At first, Tascón was a little disingenuous. He expressed surprise at the results of the election, in which all the winners came from the top ranks. That's just what most everybody had suspected all along would happen.
Then Tascón came clean and spoke out, latching on to the original stated intention that power within the PSUV would be structured from the bottom upwards.
- "Chávez said it was going to be the most democratic party in the world," he declared. "But that's false."
Then he said it was time to shut up because the people had spoken.
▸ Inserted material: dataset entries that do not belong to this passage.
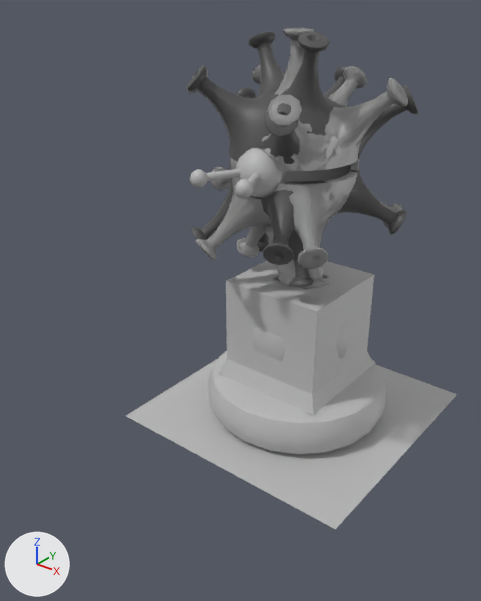
A saved change to the FBX model Assets/Models/Components/N. Direzionale/N_Direzionale_low.fbx.
Both versions are drawn from a 50 mm camera at (2.56, -3.93, 3.23) aimed at (-0.17, -0.53, 1.12). Lighting does not change. The marker at lower left points along +X, +Y and +Z. Where no turn or scale is listed for an object, it has been applied to the vertices.

The first picture shows 'AntenneDirezionale_low', 'BaseDirezionale_low', 'Base_Neurone_low', 'CuboIndicatore_low', 'N_Direzionale2UsciteLontane_low', 'N_Direzionale2UsciteVicine_low', 'N_Direzionale3Uscite_low', 'N_Direzionale4Uscite_low', 'PiramideIndicatore_low', 'SferaIndicatore_low'.
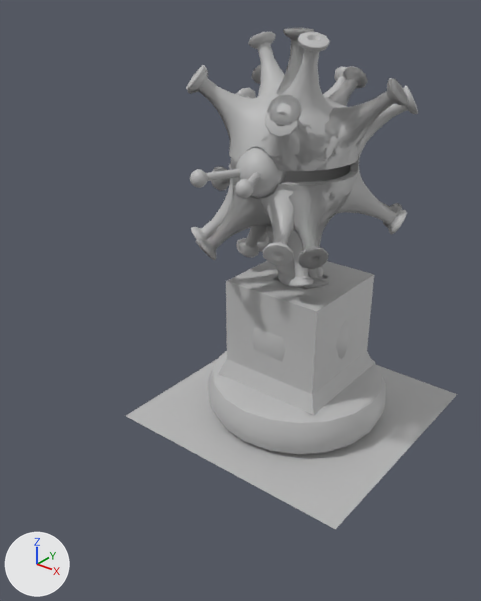
Where the newer file only moved an object's origin or applied its transform, the numbers keep the older frame.

What the commit changed:
me_mesh_003 is used by ob_n_direzionale4uscite_low; location (-0.02, -0.001, 0.0).
me_mesh_003 had 2386 vertices, 2630 faces and spanned x -0.77..0.72, y -0.86..0.65, z 1.26..2.94.
me_mesh_003 now has 2855 vertices, 2630 faces and spans x -0.77..0.75, y -2.31..1.96, z 0.0..2.94.
me_mesh_003 part 1: 8 vertices moved within x -0.67..0.4, y -0.74..0.29, z 1.62..2.69; 459 vertices added at x -0.71..0.75, y -1.4..1.96, z 0.0..2.26.
me_mesh_003 part 2: 2596 faces spanning x -0.77..0.72, y -0.86..0.65, z 1.26..2.94 switch from mat_lambert8 (dark grey #505050) to mat_lambert2 (grey #bcbcbc).

Changed parts and their boxes [x1, y1, x2, y2] in the pictures (481 x 601 px):
part 1 of me_mesh_003, built on: [197, 68, 293, 265] in both
part 2 of me_mesh_003, recoloured: [186, 32, 418, 287] in both
'N_Direzionale3Uscite_low', unchanged, covered by the edit: before [188, 28, 408, 289]; after [195, 60, 402, 289]
'N_Direzionale2UsciteVicine_low', unchanged, uncovered by the edit: before [232, 61, 365, 238]; after [188, 28, 408, 269]

It's easy to take potshots at Luis Tascón -- because his biggest problem, as for so many activists is that they lack the backing of a strong, well-established party. So this is a kind of 'cart before the horse', 'chicken-or-egg' kinda problem. However of course, opportunists of any political stripe will conveniently ignore this fact, and concentrate on hatcheting fighters like Tascón & friends in the back for whatever petty, personal or sectarian ends.
ReplyDeleteTherefore the only remedy to the "problem" with Luis Tascón here is genuine party and socialist revolutionary democracy. And that's what you don't have in a phony revolution run by bureaucratic self-promoters. Just ask anyone who lived under Joe Stalin and the other stalinists the world over. They are so very much like the social-democrat reformist self-promoters they continually conspire with against the working-class...
If Luis Tascón were not constantly on the defensive, the situation would not nearly as often end up so combative on the 'same' side. But he most certainly has a most cogent point here: the PSUV is in the process of being hijacked by The Usual Suspects -- and the Party grassroots need to seize control of it back, before it is too late for either socialism or democracy in Venezuela, or anywhere else in América Latina.